Two Portantino Affordable Housing Bills Pass Senate Housing Committee

Wednesday, April 27 2022

For Immediate Release: April 27, 2022

Contact: Lerna Shirinian, (818) 409-0400

 

Two Portantino Affordable Housing Bills Pass Senate Housing Committee

Sacramento, CA - Senate Bill 1177, introduced by State Senator Anthony J. Portantino (D – La Cañada Flintridge) which seeks to create an affordable housing regional trust between the cities of Burbank, Glendale, and Pasadena and SB 1067, which restricts parking minimums in cities, passed the Senate Housing Committee today.

“A long-term regional approach is critical to addressing California’s affordable housing crisis - which is why SB 1177 is so important.  It provides a framework for Burbank, Glendale, and Pasadena to collaborate on the production of desperately needed affordable housing,” stated Senator Portantino.  “I’m proud to represent these three great cities that initiated this creative solution to help solve our regional housing needs.” 

The high cost of housing and the effects of the COVID-19 pandemic have had a significant impact on lower income households, with rents and home prices having far outpaced wage growth.  Collectively, the cities of Burbank, Glendale, and Pasadena have nearly 3,000 affordable housing units in the combined development pipeline, including permanent supportive housing, senior housing, workforce housing, and affordable home ownership units.  However, they are unable to bring their backlog of affordable housing projects to completion due to insufficient local funding.  This situation has dramatically affected the city’s ability to meet all of their affordable housing needs.

“Pasadena supports Senator Portantino’s introduction of SB 1177 to create the Burbank, Glendale, Pasadena Regional Housing Trust Fund,” stated Pasadena Mayor Victor Gordo.  “Addressing housing affordability is an important issue that requires a regional approach.  Working together with our neighbors in the tri-city area, as well as with those in the greater San Gabriel Valley, is absolutely the correct strategy.  A new housing trust fund will help us bring much needed affordable housing, and especially critically needed permanent supportive housing, to Pasadena and the surrounding region.”

SB 1177 will create of a regional housing trust fund that would be administered by a joint powers authority (JPA) comprised of the cities of Burbank, Glendale, and Pasadena.  If created, the JPA would be allowed to request and receive private and state funding allocations, as well as authorize and issue bonds, to help finance affordable housing projects for persons and families of extremely low-, very low-, low-, and moderate-income households. 

“SB 1177, the proposed Burbank Glendale Pasadena Regional Housing Trust, is not going to solve the housing crisis in the tri-city region; a region with major employers, excellent transportation hubs, and a long history of working collaboratively together.  However, it will be a critical financing tool for projects that are stalled for lack of funding in our partner cities of Glendale and Pasadena, and to help fund those opportunity sites in Burbank adjacent to transportation, employment, and within walking distance to Downtown Burbank,” stated Burbank Mayor Jess Talamantes.

“The City of Glendale is excited that SB 1177 has passed another Senate Committee hearing with such strong support,” stated Glendale Mayor Ardashes “Ardy” Kassakhian. “We thank Senator Portantino for initiating this worthwhile endeavor to address our statewide housing crisis in a manner that provides cities with resources that are so badly needed.
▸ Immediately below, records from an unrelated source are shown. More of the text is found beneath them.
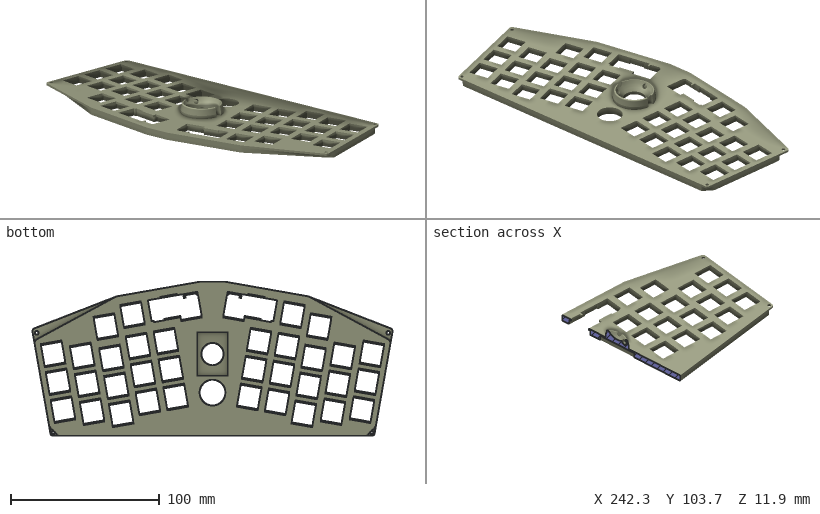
import cadquery as cq
import math


plate_height = 5.0
skin_thickness = 1.5
skin_bottom = plate_height - skin_thickness
plate_depth = 103.7
half_angle = 10
slope = math.tan(math.radians(half_angle))
rear_half_width = 108.8
side_corner_y = -71.7
front_half_width = 8.7
bend_x = 64.5
bend_radius = 6.0
corner_radius = 2.2

body_side_corner_y = -64.0
body_rear_corner_y = -6.0
body_side_radius = 3.5
body_rear_radius = 5.3

screw_hole_diameter = 2.4
screw_places = [(106.8, -2.5), (118.2, -69.3)]

key_pitch = 19.05
key_size = 14.0
first_key = (24.7, -26.2)
column_stagger = key_pitch / 4
column_offsets = [0, 0, column_stagger, 0, -column_stagger]
rows = 3
thumb_columns = [1, 2]
thumb_key_drop = 1.125 * key_pitch
clip_recess = 1.0

wide_corner = (7.8, -83.0)
wide_length = 33.7
wide_bay_rise = 2.7
wide_bay_front_step = 1.0
wide_bay_chamfer = 1.5
wide_tab_start = 25.2
wide_tab_end = 32.2
wide_tab_rise = 1.0
tooth_start = 8.5
tooth_width = 1.2
tooth_height = 2.7

cup_y = -55.0
cup_base_radius = 14.5
cup_base_top = 7.3
cup_top = 11.9
cup_top_radius = 13.5
cup_edge_radius = 0.7
ball_radius = 13.8
ball_center_z = 17.5
cup_hole_diameter = 14.8
cup_recess_width = 20.8
cup_recess_length = 29.0
notch_width = 5.0
notch_inner_x = 11.6

bearing_diameter = 3.6
bearing_mouth_radius = 11.1
bearing_mouth_z = 9.2
bearing_tilt = 30
bearing_depth = 2.0
bearing_angles = [30, 150, 270]

rear_hole_diameter = 17.2
rear_hole_y = -29.0


def side_x(y):
    """X of the slanted side edge at a given Y."""
    return rear_half_width - y * slope


front_corner = (front_half_width, -plate_depth)
bend_corner = (bend_x, -plate_depth + (bend_x - front_half_width) * slope)
side_corner = (side_x(side_corner_y), side_corner_y)
rear_corner = (rear_half_width, 0)


def both_sides(solid):
    return solid.union(solid.mirror("YZ"))


def symmetric_prism(right_points, bottom, height):
    """Prism on a chain of right-hand points closed by its mirror image."""
    left_points = [(-x, y) for x, y in reversed(right_points)]
    outline = cq.Workplane("XY").workplane(offset=bottom).polyline(right_points + left_points)
    return outline.close().extrude(height)


def round_corners(solid, corners, radius):
    """Fillet the vertical edges at the given corners and at their mirror images."""

    def is_corner(edge):
        spot = edge.Center()
        return any(math.hypot(abs(spot.x) - x, spot.y - y) < 0.02 for x, y in corners)

    return solid.edges("|Z").filter(is_corner).fillet(radius)


def make_skin():
    corners = [front_corner, bend_corner, side_corner, rear_corner]
    skin = symmetric_prism(corners, skin_bottom, skin_thickness)
    skin = round_corners(skin, [front_corner, bend_corner], bend_radius)
    return round_corners(skin, [side_corner, rear_corner], corner_radius)


def make_body():
    body_side = (side_x(body_side_corner_y), body_side_corner_y)
    body_rear = (side_x(body_rear_corner_y), body_rear_corner_y)
    chamfer_end = (body_rear[0] + body_rear_corner_y, 0)
    corners = [front_corner, bend_corner, body_side, body_rear, chamfer_end]
    body = symmetric_prism(corners, 0, skin_bottom)
    body = round_corners(body, [front_corner, bend_corner], bend_radius)
    body = round_corners(body, [body_side], body_side_radius)
    return round_corners(body, [body_rear], body_rear_radius)


def make_cup():
    profile = [
        (0, skin_bottom),
        (cup_base_radius, skin_bottom),
        (cup_base_radius, cup_base_top),
        (cup_top_radius, cup_top),
        (0, cup_top),
    ]
    cup = cq.Workplane("XZ").polyline(profile).close().revolve(360, (0, 0), (0, 1))
    cup = cup.faces(">Z").edges().fillet(cup_edge_radius)
    notch_end_x = notch_inner_x + notch_width / 2
    notch_plane = cq.Workplane("XY").workplane(offset=plate_height)
    notch = notch_plane.center(notch_end_x, 0).circle(notch_width / 2).extrude(cup_top)
    mouth = notch_plane.center(notch_end_x + notch_width / 2, 0).rect(notch_width, notch_width)
    notch = notch.union(mouth.extrude(cup_top))
    return cup.cut(both_sides(notch)).translate((0, cup_y, 0))


def bearing_seat(angle):
    length = bearing_depth + bearing_mouth_radius / 2
    seat = cq.Workplane("YZ").circle(bearing_diameter / 2).extrude(length)
    seat = seat.translate((bearing_depth - length, 0, 0)).rotate((0, 0, 0), (0, 1, 0), bearing_tilt)
    seat = seat.translate((bearing_mouth_radius, 0, bearing_mouth_z))
    return seat.rotate((0, 0, 0), (0, 0, 1), angle)


def cup_cutter():
    cutter = cq.Workplane("XY").sphere(ball_radius).translate((0, 0, ball_center_z))
    cutter = cutter.union(cq.Workplane("XY").circle(cup_hole_diameter / 2).extrude(cup_base_top))
    recess = cq.Workplane("XY").rect(cup_recess_width, cup_recess_length).extrude(skin_bottom)
    cutter = cutter.union(recess)
    for angle in bearing_angles:
        cutter = cutter.union(bearing_seat(angle))
    return cutter.translate((0, cup_y, 0))


def turned(solid, place):
    """Turn a cutter with the right half and move it to its place."""
    return solid.rotate((0, 0, 0), (0, 0, 1), half_angle).translate((place[0], place[1], 0))


def key_cutter():
    opening = cq.Workplane("XY").rect(key_size, key_size).extrude(plate_height)
    clips = cq.Workplane("XY").rect(key_size, key_size + 2 * clip_recess).extrude(skin_bottom)
    return opening.union(clips)


def key_place(column, back):
    """Position in the turned key grid, measured outward and rearward from the first key."""
    angle = math.radians(half_angle)
    out = column * key_pitch
    x = first_key[0] + out * math.cos(angle) - back * math.sin(angle)
    y = first_key[1] + out * math.sin(angle) + back * math.cos(angle)
    return (x, y)


def key_places():
    places = []
    for column, offset in enumerate(column_offsets):
        drops = [row * key_pitch for row in range(rows)]
        if column in thumb_columns:
            drops.append(drops[-1] + thumb_key_drop)
        places += [key_place(column, offset - drop) for drop in drops]
    return places


def block(start, end, front, rear, height=plate_height):
    box = cq.Workplane("XY").box(end - start, rear - front, height, centered=False)
    return box.translate((start, front, 0))


def wide_cutter():
    bay_front = wide_bay_front_step - key_size
    bay = block(0, key_size, bay_front, wide_bay_rise).edges("|Z and <X and <Y").chamfer(wide_bay_chamfer)
    main = block(tooth_start, wide_length, -key_size, 0)
    tab = block(wide_tab_start, wide_tab_end, -key_size, wide_tab_rise)
    tooth = block(tooth_start, tooth_start + tooth_width, -key_size, tooth_height - key_size)
    bay_clips = block(0, key_size, bay_front - clip_recess, wide_bay_rise + clip_recess, skin_bottom)
    main_clips = block(key_size, wide_tab_start, -key_size - clip_recess, clip_recess, skin_bottom)
    opening = bay.union(main).union(tab).cut(tooth)
    return opening.union(bay_clips).union(main_clips)


result = make_skin().union(make_body()).union(make_cup()).cut(cup_cutter())

rear_hole = cq.Workplane("XY").center(0, rear_hole_y).circle(rear_hole_diameter / 2)
result = result.cut(rear_hole.extrude(plate_height))

screws = cq.Workplane("XY").workplane(offset=skin_bottom).pushPoints(screw_places)
result = result.cut(both_sides(screws.circle(screw_hole_diameter / 2).extrude(skin_thickness)))

for place in key_places():
    result = result.cut(both_sides(turned(key_cutter(), place)))
result = result.cut(both_sides(turned(wide_cutter(), wide_corner)))

We are confident that the tri-cities will work together to bring quality, affordable housing to our region.”

The cities of Burbank, Glendale, and Pasadena are members of the Arroyo Verdugo Sub-Region and have worked collaboratively in the past, sharing the goal of cooperatively addressing regional priorities and matters of mutual interest. They each operate their own housing authority, and both Glendale and Pasadena are two of the three cities in the state that have their own homeless continuum of care.
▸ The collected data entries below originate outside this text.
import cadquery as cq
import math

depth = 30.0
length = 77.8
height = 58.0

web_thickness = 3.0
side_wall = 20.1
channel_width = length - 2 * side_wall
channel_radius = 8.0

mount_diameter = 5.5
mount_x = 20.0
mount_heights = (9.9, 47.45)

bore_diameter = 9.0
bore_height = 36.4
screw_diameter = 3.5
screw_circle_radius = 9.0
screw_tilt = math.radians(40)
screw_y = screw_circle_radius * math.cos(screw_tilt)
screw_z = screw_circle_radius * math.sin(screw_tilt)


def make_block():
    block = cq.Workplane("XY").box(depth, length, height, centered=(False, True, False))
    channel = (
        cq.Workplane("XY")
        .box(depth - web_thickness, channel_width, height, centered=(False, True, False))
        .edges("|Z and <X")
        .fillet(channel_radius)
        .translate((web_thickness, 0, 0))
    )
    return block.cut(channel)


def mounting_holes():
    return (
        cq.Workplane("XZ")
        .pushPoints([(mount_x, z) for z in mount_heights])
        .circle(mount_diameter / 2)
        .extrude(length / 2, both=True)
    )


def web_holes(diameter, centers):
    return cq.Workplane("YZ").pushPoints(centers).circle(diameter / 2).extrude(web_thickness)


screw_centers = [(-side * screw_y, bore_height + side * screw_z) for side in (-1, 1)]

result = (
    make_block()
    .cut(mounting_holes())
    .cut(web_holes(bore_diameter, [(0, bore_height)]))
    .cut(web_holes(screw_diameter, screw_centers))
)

SB 1067, which also passed the Senate Housing Committee today, addresses minimum parking requirements.  Parking minimums require private property owners to provide and maintain a certain number of off-street parking spaces, which impose significant financial, environmental, and social costs to cities.  SB 1067 puts a premium on affordability while prohibiting a city from imposing minimum parking requirement on a housing development project that is located within half a mile of public transit and meet certain criteria. 

Specifically, a project must either dedicate 20% of their units to low-income to moderate income households, the elderly, students or persons with disabilities; or the developer must be able to demonstrate that the development would not have a negative impact on housing needs or existing parking.

“Last year, I was challenged to provide a sensible path toward the relaxation of parking minimums.  I took the challenge seriously and crafted a bill that eliminates parking minimums close to public transit, lessens California’s dependence on cars, should encourage bicycling and walking while increasing our stock of affordable and workforce housing,” stated Senator Portantino. “While California needs housing across the financial spectrum, it needs to prioritize affordable and workforce housing.  I have committed to collaborate with market rate housing supporters, local governments and civil rights groups in an effort to hit the sweet spot on this important public policy.  With SB 1067, we are working toward that goal.”